By closely examining Amazon.com, we can identify the following trends:

  • With a Price to Earnings ratio of 35.18, which is 0.99x less than the industry average, the stock shows potential for growth at a reasonable price, making it an interesting consideration for market participants.

  • With a Price to Book ratio of 7.21, which is 1.34x the industry average, Amazon.com might be considered overvalued in terms of its book value, as it is trading at a higher multiple compared to its industry peers.

  • With a relatively high Price to Sales ratio of 3.27, which is 2.07x the industry average, the stock might be considered overvalued based on sales performance.

  • The company has a lower Return on Equity (ROE) of 7.34%, which is 1.58% below the industry average.
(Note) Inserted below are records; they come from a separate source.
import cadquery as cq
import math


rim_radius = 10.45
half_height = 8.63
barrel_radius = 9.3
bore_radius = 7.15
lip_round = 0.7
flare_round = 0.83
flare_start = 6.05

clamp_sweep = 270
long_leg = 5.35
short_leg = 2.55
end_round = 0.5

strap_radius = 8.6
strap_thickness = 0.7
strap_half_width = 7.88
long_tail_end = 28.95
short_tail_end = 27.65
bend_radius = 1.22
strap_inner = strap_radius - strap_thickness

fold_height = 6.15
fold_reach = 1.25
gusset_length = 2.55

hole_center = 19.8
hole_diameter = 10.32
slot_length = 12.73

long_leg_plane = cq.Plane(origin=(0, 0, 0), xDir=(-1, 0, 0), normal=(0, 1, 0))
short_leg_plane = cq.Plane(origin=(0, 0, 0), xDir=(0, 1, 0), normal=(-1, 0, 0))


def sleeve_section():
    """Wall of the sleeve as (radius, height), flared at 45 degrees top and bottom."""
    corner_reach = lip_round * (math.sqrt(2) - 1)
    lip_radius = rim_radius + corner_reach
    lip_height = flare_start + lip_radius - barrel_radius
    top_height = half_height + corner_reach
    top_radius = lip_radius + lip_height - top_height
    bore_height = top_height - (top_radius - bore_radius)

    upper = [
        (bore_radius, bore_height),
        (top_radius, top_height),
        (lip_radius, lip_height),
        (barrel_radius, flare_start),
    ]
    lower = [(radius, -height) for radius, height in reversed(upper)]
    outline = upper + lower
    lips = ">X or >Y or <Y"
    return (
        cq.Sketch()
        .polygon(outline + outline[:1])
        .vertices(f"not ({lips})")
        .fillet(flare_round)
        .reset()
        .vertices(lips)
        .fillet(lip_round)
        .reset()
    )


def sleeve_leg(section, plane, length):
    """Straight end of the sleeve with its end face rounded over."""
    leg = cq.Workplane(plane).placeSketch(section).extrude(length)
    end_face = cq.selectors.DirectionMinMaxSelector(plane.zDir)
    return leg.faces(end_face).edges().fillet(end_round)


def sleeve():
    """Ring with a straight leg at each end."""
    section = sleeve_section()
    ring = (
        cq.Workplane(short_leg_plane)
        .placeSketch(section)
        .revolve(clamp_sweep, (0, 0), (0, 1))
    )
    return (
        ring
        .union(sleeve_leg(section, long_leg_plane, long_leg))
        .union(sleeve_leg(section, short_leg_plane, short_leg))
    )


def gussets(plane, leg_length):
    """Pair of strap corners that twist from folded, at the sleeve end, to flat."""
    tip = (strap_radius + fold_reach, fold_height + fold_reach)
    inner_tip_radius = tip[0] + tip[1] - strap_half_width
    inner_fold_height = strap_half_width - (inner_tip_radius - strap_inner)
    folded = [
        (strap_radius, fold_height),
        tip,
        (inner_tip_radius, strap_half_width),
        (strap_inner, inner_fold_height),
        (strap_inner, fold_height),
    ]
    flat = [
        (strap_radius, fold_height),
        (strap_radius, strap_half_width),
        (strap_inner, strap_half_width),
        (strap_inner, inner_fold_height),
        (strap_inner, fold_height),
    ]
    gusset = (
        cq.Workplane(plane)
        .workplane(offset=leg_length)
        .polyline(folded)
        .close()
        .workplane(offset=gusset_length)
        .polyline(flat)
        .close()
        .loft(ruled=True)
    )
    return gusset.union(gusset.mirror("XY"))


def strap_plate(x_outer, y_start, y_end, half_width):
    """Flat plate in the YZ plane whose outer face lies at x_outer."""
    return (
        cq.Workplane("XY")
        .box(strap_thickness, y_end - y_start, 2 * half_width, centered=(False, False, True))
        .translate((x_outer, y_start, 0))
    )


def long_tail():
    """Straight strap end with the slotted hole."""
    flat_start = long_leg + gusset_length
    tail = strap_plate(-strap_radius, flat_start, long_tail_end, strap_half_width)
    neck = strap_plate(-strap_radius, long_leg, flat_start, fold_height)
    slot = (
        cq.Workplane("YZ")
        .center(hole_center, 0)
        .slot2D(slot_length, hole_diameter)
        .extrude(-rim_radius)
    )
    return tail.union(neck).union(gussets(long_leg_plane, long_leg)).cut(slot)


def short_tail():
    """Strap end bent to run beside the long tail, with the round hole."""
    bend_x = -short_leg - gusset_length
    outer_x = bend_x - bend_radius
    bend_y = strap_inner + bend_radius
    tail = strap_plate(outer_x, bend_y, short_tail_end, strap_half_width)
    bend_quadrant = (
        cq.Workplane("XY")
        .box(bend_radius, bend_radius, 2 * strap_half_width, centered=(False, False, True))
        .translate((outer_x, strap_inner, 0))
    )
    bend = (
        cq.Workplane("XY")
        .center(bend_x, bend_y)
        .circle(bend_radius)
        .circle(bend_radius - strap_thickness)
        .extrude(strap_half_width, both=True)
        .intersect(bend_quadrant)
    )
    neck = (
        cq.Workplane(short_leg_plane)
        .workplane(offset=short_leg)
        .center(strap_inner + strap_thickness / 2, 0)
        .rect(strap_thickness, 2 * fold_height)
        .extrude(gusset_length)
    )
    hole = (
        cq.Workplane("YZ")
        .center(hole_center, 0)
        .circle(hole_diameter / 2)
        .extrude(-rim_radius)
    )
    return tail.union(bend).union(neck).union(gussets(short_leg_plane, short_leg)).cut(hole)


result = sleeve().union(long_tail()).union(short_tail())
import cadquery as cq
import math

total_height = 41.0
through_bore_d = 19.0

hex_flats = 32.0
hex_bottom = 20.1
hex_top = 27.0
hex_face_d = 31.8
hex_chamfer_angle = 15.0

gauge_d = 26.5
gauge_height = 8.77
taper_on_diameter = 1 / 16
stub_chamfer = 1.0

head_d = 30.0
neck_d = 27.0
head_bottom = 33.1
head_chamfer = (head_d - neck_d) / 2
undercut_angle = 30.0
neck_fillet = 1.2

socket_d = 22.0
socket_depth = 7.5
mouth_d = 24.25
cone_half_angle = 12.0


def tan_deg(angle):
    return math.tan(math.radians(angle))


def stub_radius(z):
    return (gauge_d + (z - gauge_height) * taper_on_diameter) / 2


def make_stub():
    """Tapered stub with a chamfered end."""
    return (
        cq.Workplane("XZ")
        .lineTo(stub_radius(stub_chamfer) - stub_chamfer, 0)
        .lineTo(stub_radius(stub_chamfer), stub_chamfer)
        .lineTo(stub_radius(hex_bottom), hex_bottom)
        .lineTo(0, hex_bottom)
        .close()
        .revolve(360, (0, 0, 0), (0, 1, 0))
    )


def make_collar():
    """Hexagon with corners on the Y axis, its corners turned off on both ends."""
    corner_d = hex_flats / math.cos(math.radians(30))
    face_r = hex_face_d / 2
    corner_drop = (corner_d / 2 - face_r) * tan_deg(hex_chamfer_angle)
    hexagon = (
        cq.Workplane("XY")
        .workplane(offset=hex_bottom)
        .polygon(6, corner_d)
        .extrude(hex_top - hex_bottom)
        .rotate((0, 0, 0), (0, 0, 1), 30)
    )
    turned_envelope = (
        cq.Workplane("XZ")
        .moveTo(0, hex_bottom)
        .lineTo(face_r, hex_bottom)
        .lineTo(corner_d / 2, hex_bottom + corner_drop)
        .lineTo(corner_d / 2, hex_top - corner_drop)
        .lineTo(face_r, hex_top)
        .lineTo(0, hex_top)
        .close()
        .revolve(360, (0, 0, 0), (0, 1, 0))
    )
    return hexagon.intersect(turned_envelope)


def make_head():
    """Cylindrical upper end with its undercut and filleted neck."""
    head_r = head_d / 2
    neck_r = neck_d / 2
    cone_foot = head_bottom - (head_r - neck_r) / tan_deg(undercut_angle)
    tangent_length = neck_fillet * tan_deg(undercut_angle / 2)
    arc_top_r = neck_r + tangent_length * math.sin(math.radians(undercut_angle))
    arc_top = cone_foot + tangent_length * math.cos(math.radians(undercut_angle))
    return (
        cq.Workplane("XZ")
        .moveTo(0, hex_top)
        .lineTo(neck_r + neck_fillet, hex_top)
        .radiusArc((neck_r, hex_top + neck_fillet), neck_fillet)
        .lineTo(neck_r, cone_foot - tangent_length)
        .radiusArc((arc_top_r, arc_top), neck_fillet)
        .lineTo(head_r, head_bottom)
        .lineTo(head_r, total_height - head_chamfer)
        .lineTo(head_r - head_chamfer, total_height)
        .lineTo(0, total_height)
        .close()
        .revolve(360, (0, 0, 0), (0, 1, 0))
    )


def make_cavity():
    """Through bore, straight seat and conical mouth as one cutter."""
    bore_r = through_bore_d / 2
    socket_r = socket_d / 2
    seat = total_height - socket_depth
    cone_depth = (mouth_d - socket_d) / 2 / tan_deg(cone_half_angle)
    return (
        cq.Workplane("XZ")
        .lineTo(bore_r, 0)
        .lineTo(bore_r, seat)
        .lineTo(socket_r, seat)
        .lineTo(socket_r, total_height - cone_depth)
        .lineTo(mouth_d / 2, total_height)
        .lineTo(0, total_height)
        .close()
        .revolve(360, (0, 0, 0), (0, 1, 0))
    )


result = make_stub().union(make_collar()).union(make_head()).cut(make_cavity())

This indicates potential inefficiency in utilizing equity to generate profits, which could be attributed to various factors.

  • Compared to its industry, the company has higher Earnings Before Interest, Taxes, Depreciation, and Amortization (EBITDA) of $38.55 Billion, which is 5.62x above the industry average, indicating stronger profitability and robust cash flow generation.

  • The company has higher gross profit of $37.37 Billion, which indicates 2.47x above the industry average, indicating stronger profitability and higher earnings from its core operations.

  • The company's revenue growth of 10.49% is significantly lower compared to the industry average of 22.22%. This indicates a potential fall in the company's sales performance.

Debt To Equity Ratio

debt to equity

The debt-to-equity (D/E) ratio is a measure that indicates the level of debt a company has taken on relative to the value of its assets net of liabilities.

Considering the debt-to-equity ratio in industry comparisons allows for a concise evaluation of a company's financial health and risk profile, aiding in informed decision-making.

By evaluating Amazon.com against its top 4 peers in terms of the Debt-to-Equity ratio, the following observations arise:

  • Amazon.com has a stronger financial position compared to its top 4 peers, as evidenced by its lower debt-to-equity ratio of 0.46.

  • This suggests that the company has a more favorable balance between debt and equity, which can be perceived as a positive indicator by investors.

Key Takeaways

For the PE, PB, and PS ratios, Amazon.com is considered to have a low PE ratio, indicating potential undervaluation compared to its peers. However, its high PB and PS ratios suggest that the market values the company's assets and sales more highly. In terms of ROE, EBITDA, gross profit, and revenue growth, Amazon.com shows lower profitability and growth compared to its industry peers, which may impact its overall valuation within the Broadline Retail sector.

This article was generated by Benzinga's automated content engine and reviewed by an editor.